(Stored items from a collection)
· · · · ·

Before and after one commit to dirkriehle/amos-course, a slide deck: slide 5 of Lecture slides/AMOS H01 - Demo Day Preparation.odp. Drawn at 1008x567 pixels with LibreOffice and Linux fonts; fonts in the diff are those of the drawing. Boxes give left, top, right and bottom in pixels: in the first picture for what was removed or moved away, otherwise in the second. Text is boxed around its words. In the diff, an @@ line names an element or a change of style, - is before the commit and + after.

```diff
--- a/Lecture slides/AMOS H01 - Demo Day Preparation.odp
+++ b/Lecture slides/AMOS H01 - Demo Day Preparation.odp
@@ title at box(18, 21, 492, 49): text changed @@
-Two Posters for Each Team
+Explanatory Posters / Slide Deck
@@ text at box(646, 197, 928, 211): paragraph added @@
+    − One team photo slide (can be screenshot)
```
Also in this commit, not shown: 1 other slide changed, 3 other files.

· · · · ·

**What the exercise asks**
The data above should be output exactly, with each line intact.

**Solution**
Before and after one commit to dirkriehle/amos-course, a slide deck: slide 5 of Lecture slides/AMOS H01 - Demo Day Preparation.odp. Drawn at 1008x567 pixels with LibreOffice and Linux fonts; fonts in the diff are those of the drawing. Boxes give left, top, right and bottom in pixels: in the first picture for what was removed or moved away, otherwise in the second. Text is boxed around its words. In the diff, an @@ line names an element or a change of style, - is before the commit and + after.

```diff
--- a/Lecture slides/AMOS H01 - Demo Day Preparation.odp
+++ b/Lecture slides/AMOS H01 - Demo Day Preparation.odp
@@ title at box(18, 21, 492, 49): text changed @@
-Two Posters for Each Team
+Explanatory Posters / Slide Deck
@@ text at box(646, 197, 928, 211): paragraph added @@
+    − One team photo slide (can be screenshot)
```
Also in this commit, not shown: 1 other slide changed, 3 other files.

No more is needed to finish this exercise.